Drawer 29: Amethyst

“Intellectual Passion”

My Chinese Apothecary Chest:   in 1994, it arrived via container to California from Hong Kong, where I discovered beading during an ex-pat assignment.   Serves as the repository for my beads. Handcrafted. It has 52 Drawers, mostly sorted by color.

2017 Challenge: Create a Necklace a Week, using only the Beads from one Drawer at a time. Voila!  52 Necklaces!

Week 29/Drawer 29: July 19, 2017: “Intellectual Passion”

 I gently dumped out Drawers 29 and 30 since they have been sisters from the beginning—one was dedicated to lavender beads and the other to amethyst. Over the years, they became mixed into one big jumble; they needed sorting out.

I laughed out loud when I saw 76 tubes of seed beads had taken over half of drawer 29! I guess lavender/purple was my favorite color for a long time!  I reorganized them:  putting some in other drawers, some in my Girl Scout donation box (I plan to donate them in 2018 and teach local Girl Scouts how to bead), until I ended up with only 26 tubes of seed beads taking up one-third of Drawer 29.

 

 

 

 

 

 

 

 

 

 

 

As many seed beads as I had, I was dismayed at how little amethyst I had…until I remembered I had an overflow section in Drawer 47, so I reunited them. I found two strands of an amazing color of royal purple and set them aside for this week’s special necklace.

The strands were labeled “African Amethyst” and I thought it was some vendor’s idea of “marketing b— s—“ as my beloved Donnie liked to call it.

No. African Amethyst is a big deal!  Due to its brilliant royal purple color, it is setting the standard for the most desirable grade of amethyst.  It is completely in vogue and commands a 30% mark-up over regular light purple Brazilian stones or the deeper purple from elsewhere in the world.

Dilemma: how can I love my darker amethyst now that I’ve met African Amethyst?

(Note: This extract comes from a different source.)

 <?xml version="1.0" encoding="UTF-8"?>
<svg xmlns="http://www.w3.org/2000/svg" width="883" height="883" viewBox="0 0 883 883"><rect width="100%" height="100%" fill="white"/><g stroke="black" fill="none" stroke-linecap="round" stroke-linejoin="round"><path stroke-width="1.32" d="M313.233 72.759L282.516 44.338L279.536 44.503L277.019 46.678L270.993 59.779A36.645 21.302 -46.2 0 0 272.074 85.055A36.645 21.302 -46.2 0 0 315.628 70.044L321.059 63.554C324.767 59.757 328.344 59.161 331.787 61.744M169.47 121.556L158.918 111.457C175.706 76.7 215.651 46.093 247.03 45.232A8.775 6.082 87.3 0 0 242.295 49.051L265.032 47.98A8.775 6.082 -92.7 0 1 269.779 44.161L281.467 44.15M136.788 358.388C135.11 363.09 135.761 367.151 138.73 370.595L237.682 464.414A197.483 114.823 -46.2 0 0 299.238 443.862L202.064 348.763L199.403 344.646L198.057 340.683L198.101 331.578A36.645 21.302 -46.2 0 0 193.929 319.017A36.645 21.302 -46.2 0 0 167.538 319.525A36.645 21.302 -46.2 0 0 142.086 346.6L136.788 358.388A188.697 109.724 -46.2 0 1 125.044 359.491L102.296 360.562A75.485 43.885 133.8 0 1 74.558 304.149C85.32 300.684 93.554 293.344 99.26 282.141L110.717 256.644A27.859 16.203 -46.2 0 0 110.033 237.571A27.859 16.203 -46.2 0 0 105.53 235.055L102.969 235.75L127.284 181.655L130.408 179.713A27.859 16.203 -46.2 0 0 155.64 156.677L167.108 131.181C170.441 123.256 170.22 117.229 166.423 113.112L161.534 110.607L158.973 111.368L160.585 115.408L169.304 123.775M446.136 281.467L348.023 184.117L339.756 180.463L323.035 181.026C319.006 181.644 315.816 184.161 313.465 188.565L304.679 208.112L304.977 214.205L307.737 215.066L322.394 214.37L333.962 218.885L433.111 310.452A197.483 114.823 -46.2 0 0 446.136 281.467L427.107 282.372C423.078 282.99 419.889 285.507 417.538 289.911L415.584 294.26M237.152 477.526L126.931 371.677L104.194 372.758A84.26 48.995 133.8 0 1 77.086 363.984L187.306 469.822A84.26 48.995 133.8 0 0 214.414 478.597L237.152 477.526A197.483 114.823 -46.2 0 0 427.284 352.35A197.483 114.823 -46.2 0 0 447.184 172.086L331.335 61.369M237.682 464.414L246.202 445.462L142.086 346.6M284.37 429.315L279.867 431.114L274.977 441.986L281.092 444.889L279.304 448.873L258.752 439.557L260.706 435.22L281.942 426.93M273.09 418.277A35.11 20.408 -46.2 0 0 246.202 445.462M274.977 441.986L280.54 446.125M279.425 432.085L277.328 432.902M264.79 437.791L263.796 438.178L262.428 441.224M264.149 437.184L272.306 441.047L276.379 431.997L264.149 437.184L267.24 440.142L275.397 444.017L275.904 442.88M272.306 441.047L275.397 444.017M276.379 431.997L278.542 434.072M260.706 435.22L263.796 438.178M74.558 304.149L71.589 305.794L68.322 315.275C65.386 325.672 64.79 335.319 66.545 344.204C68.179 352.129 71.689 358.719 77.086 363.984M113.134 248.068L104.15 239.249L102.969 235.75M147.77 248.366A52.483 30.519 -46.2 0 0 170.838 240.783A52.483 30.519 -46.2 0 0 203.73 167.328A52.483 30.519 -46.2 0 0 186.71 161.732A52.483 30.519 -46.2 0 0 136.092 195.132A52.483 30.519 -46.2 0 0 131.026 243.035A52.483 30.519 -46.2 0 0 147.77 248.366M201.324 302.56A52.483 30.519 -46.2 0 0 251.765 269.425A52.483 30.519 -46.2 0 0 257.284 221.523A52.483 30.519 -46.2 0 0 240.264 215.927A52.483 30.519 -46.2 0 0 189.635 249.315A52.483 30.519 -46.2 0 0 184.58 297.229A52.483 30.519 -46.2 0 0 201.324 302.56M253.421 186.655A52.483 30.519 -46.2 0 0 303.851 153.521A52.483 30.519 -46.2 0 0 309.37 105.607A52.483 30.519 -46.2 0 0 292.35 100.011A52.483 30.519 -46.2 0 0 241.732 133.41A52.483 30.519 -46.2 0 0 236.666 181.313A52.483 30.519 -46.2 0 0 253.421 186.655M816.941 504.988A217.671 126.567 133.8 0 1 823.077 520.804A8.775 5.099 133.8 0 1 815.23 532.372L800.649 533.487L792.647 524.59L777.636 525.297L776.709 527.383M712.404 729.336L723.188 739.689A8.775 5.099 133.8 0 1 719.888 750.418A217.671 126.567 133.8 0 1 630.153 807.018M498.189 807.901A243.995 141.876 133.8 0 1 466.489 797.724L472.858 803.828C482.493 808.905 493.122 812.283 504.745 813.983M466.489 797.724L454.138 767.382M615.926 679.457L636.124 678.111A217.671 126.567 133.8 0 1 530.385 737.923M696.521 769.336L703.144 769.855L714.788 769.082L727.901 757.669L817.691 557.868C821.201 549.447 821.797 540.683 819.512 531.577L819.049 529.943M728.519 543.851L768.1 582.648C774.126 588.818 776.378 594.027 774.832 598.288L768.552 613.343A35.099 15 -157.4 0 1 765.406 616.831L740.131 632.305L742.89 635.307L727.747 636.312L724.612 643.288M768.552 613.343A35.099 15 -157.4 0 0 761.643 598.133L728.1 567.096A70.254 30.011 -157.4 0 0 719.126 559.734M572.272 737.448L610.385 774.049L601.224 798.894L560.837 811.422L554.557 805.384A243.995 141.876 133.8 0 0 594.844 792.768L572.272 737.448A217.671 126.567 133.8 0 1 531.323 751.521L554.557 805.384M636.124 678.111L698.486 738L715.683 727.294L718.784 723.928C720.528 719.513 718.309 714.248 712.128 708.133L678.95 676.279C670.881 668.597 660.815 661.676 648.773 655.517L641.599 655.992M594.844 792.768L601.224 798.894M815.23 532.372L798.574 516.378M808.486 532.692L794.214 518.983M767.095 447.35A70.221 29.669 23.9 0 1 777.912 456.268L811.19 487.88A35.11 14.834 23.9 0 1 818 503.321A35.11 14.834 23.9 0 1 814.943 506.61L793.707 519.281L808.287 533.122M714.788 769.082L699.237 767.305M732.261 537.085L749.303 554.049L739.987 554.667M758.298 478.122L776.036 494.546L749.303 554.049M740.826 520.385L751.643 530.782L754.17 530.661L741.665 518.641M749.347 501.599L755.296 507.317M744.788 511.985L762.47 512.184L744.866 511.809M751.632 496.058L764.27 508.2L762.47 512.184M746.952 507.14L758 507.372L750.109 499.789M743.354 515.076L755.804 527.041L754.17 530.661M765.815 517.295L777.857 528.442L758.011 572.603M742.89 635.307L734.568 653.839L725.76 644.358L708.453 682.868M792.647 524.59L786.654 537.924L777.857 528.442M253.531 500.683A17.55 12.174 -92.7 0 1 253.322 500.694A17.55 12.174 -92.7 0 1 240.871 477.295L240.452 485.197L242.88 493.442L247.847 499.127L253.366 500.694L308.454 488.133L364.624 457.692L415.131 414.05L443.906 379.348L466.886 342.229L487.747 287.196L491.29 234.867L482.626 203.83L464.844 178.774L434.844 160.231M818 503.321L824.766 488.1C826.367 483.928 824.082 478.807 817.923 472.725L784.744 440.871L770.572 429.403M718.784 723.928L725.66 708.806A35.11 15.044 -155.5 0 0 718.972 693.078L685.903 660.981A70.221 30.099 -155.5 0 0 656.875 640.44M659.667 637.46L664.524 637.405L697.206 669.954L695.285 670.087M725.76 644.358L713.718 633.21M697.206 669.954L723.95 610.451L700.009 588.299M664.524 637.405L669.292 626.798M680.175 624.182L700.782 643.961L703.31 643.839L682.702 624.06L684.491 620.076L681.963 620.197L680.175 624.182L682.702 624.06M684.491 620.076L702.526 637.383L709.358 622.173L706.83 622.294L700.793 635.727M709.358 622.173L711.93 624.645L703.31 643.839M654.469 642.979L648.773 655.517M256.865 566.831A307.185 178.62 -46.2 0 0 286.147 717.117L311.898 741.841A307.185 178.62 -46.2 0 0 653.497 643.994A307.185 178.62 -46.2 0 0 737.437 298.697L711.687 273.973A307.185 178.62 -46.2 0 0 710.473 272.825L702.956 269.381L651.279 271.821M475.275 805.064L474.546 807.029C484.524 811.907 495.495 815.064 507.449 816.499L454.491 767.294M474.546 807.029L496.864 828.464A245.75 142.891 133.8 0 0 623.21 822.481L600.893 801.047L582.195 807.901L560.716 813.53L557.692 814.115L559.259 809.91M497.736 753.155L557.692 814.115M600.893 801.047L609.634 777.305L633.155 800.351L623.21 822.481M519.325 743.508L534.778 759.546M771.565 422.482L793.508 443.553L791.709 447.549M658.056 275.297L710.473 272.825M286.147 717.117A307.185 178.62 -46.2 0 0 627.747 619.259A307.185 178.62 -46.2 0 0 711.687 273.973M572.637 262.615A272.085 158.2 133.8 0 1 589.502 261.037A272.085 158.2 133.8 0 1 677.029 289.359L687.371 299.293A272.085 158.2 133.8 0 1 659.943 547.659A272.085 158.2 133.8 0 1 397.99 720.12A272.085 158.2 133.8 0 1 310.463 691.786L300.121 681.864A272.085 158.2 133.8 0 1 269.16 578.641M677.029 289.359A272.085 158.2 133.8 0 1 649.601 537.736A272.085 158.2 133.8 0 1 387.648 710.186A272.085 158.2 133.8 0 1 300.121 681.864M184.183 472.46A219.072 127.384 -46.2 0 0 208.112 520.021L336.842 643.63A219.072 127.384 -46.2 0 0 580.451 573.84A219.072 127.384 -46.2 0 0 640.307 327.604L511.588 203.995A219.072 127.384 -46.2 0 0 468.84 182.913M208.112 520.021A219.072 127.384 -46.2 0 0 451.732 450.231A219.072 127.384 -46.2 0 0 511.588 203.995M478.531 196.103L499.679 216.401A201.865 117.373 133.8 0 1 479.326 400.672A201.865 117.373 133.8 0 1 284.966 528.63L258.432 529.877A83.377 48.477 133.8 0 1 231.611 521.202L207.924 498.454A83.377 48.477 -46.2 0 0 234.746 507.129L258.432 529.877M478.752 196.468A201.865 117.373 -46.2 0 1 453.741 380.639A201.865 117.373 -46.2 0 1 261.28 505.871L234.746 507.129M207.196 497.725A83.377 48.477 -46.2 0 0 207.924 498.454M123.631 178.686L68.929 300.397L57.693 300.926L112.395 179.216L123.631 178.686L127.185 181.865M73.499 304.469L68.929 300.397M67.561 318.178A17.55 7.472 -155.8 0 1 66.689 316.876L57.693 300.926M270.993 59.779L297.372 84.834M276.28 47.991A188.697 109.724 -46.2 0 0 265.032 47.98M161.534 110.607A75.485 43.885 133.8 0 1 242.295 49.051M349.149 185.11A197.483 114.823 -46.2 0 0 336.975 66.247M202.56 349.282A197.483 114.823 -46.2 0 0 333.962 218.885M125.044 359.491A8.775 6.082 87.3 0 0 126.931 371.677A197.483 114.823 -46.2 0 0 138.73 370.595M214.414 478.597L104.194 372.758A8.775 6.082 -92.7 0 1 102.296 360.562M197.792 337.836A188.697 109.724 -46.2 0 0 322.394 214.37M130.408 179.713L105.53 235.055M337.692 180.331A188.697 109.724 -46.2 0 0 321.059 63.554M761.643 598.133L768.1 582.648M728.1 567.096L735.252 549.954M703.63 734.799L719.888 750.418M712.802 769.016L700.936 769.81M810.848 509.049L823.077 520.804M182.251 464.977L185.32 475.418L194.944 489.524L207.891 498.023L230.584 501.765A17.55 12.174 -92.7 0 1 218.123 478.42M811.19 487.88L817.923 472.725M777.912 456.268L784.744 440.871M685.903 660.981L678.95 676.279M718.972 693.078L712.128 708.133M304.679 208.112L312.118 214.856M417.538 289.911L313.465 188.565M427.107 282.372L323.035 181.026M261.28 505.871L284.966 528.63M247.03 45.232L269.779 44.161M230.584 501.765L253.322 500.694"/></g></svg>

Answer: I only own two strands of African Amethyst.  So, the deeper and lighter shades are what I will live with.

Based on what I paid for it, I purchased it before the rest of the world put African Amethyst in vogue. That is basically how I manage to keep my prices low—I base my retail price on what I paid for the beads, not what today’s value might be.

I strung these beads into a simple but elegant necklace with tiny faceted amethyst as spacers which allow the African gems to show off their sparkly facets. The center dangle is amethyst bezeled in gold-plate.  The clasp is brass.

Amethyst is the February birthstone. This necklace is 19” long and comes with matching earrings.  $109.

Allow me to postscript an amusing trivia I found: “Amethystos” is Greek for ‘not intoxicated’ due to their belief that drinking wine from an amethyst cup prevented drunkedness.